A sneak peek at the Catalog Wizard in Spotify Portal

Author
Nurit Izrailov, Spotify
Published
Icons representing software components being arranged in a grid by the Spotify Portal Catalog Wizard

tl;dr Spotify Portal for Backstage is a full-featured internal developer portal (IDP) that’s designed to be quick and simple to stand up inside an engineering org. Even better, you don’t have to be a JavaScript expert to get started — Portal’s built-in onboarding tools take you through the setup process step by step, no coding required. In this post, we focus on one of those tools: the Catalog Wizard. Keep reading to learn how the wizard integrates with GitHub and GitHub Enterprise (GHE) to automatically populate your new Software Catalog with all your teams’ services, websites, and libraries — in less than five minutes. Want to try it out for yourself? Apply for the Spotify Portal beta, and see just how quickly you can get a Backstage IDP up and running inside your org.

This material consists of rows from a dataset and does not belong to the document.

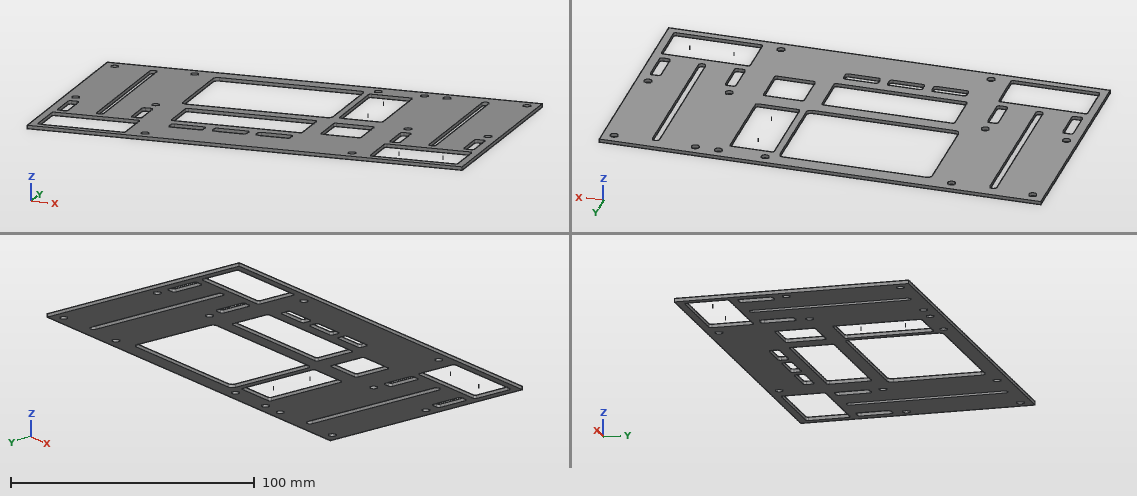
import cadquery as cq

PANEL_LENGTH = 189.1
PANEL_WIDTH = 100.0
THICKNESS = 1.5

SCREW_DIAMETER = 3.2
EDGE_MARGIN = 5.0
SCREW_X = PANEL_LENGTH / 2 - EDGE_MARGIN
SCREW_Y = PANEL_WIDTH / 2 - EDGE_MARGIN
CENTRE_SCREW_X = 45.0
EXTRA_SCREW_X = 25.0

SLIDER_X = 72.2
SLIDER_Y = 10.2
SLIDER_LENGTH = 68.8
SLIDER_WIDTH = 3.0
SLIDER_SCREW_LOW_Y = -3.5
SLIDER_SCREW_OFFSET = SCREW_X - SLIDER_X

BUTTON_LENGTH = 15.0
BUTTON_WIDTH = 4.5
BUTTON_RADIUS = 1.1
SIDE_BUTTON_OFFSET = 16.0
SIDE_BUTTON_Y = -16.8
ROW_BUTTON_COUNT = 3
ROW_BUTTON_PITCH = 19.0
ROW_BUTTON_Y = -30.6

DISPLAY_X = -12.9
DISPLAY_Y = 22.3
DISPLAY_LENGTH = 65.2
DISPLAY_WIDTH = 41.8
DISPLAY_RADIUS = 2.0
READOUT_Y = -14.0
READOUT_LENGTH = 57.0
READOUT_WIDTH = 19.1
WINDOW_RADIUS = 1.0
SQUARE_X = 32.1
SQUARE_Y = -14.0
SQUARE_SIDE = 17.4

WIRED_LENGTH = 38.0
WIRED_WIDTH = 19.0
LOW_WIRED_Y = -37.3
UPRIGHT_WIRED_X = 32.1
UPRIGHT_WIRED_Y = 21.4

WIRE_DIAMETER = 0.02
WIRE_PITCH = WIRED_LENGTH / 2


def window(x, y, size_x, size_y, radius):
    """Cutter for a rectangular opening with rounded corners, centred at (x, y)."""
    block = cq.Workplane("XY").center(x, y).rect(size_x, size_y).extrude(THICKNESS)
    return block.edges("|Z").fillet(radius)


def screw_points():
    """Centres of all the screw holes."""
    points = [(EXTRA_SCREW_X, SCREW_Y), (CENTRE_SCREW_X, SCREW_Y)]
    for side in (-1, 1):
        points.append((side * CENTRE_SCREW_X, -SCREW_Y))
        for offset in (-SLIDER_SCREW_OFFSET, SLIDER_SCREW_OFFSET):
            x = side * (SLIDER_X + offset)
            points += [(x, SCREW_Y), (x, SLIDER_SCREW_LOW_Y)]
    return points


def slider_points():
    """Centres of the two long slider slots."""
    return [(side * SLIDER_X, SLIDER_Y) for side in (-1, 1)]


def windows():
    """Cutters for every rectangular opening of the panel."""
    cutters = [
        window(DISPLAY_X, DISPLAY_Y, DISPLAY_LENGTH, DISPLAY_WIDTH, DISPLAY_RADIUS),
        window(DISPLAY_X, READOUT_Y, READOUT_LENGTH, READOUT_WIDTH, WINDOW_RADIUS),
        window(SQUARE_X, SQUARE_Y, SQUARE_SIDE, SQUARE_SIDE, WINDOW_RADIUS),
        window(UPRIGHT_WIRED_X, UPRIGHT_WIRED_Y, WIRED_WIDTH, WIRED_LENGTH, WINDOW_RADIUS),
    ]
    for side in (-1, 1):
        cutters.append(window(side * SLIDER_X, LOW_WIRED_Y, WIRED_LENGTH, WIRED_WIDTH, WINDOW_RADIUS))
        for offset in (-SIDE_BUTTON_OFFSET, SIDE_BUTTON_OFFSET):
            x = side * (SLIDER_X + offset)
            cutters.append(window(x, SIDE_BUTTON_Y, BUTTON_WIDTH, BUTTON_LENGTH, BUTTON_RADIUS))
    for index in range(ROW_BUTTON_COUNT):
        x = DISPLAY_X + (index - (ROW_BUTTON_COUNT - 1) / 2) * ROW_BUTTON_PITCH
        cutters.append(window(x, ROW_BUTTON_Y, BUTTON_LENGTH, BUTTON_WIDTH, BUTTON_RADIUS))
    return cutters


def make_panel():
    """Flat panel with its screw holes, slider slots and windows."""
    panel = (
        cq.Workplane("XY")
        .rect(PANEL_LENGTH, PANEL_WIDTH)
        .extrude(THICKNESS)
    )
    screw_holes = cq.Workplane("XY").pushPoints(screw_points()).circle(SCREW_DIAMETER / 2).extrude(THICKNESS)
    sliders = cq.Workplane("XY").pushPoints(slider_points()).slot2D(SLIDER_LENGTH, SLIDER_WIDTH, 90)
    panel = panel.cut(screw_holes).cut(sliders.extrude(THICKNESS))
    for cutter in windows():
        panel = panel.cut(cutter)
    return panel


def make_wire(x, y):
    """One thin upright wire as tall as the panel is thick."""
    return cq.Workplane("XY").center(x, y).circle(WIRE_DIAMETER / 2).extrude(THICKNESS)


panel = make_panel()

wires = []
for step in (-WIRE_PITCH / 2, WIRE_PITCH / 2):
    wires.append(make_wire(UPRIGHT_WIRED_X, UPRIGHT_WIRED_Y + step))
    wires.append(make_wire(SLIDER_X + step, LOW_WIRED_Y))

result = cq.Compound.makeCompound([panel.val(), *[wire.val() for wire in wires]])

The wonders of a centralized Software Catalog

Rather than requiring you to build a custom dev portal from scratch, Spotify Portal includes the essential features of a Backstage IDP right out of the box. This includes Software Templates, our premium Soundcheck plugin, and the heart of any internal developer portal: the Software Catalog.

Less chaos, more clarity

Portal’s built-in Software Catalog centralizes your org’s software components in one place. All those services, websites, and libraries you have scattered across hundreds of repos? With Spotify Portal, your teams will be able to find and manage them all in a single, searchable catalog.

Manage and explore your tech ecosystem

From there, a component’s owner can check its CI/CD status, review its tech health, update its documentation, and more. Teams can also explore components that they don’t own, making it easier to understand dependencies, look up APIs, and reuse solutions someone else has already built. Learn more about the many benefits of a Backstage Software Catalog and how it improves developer experience.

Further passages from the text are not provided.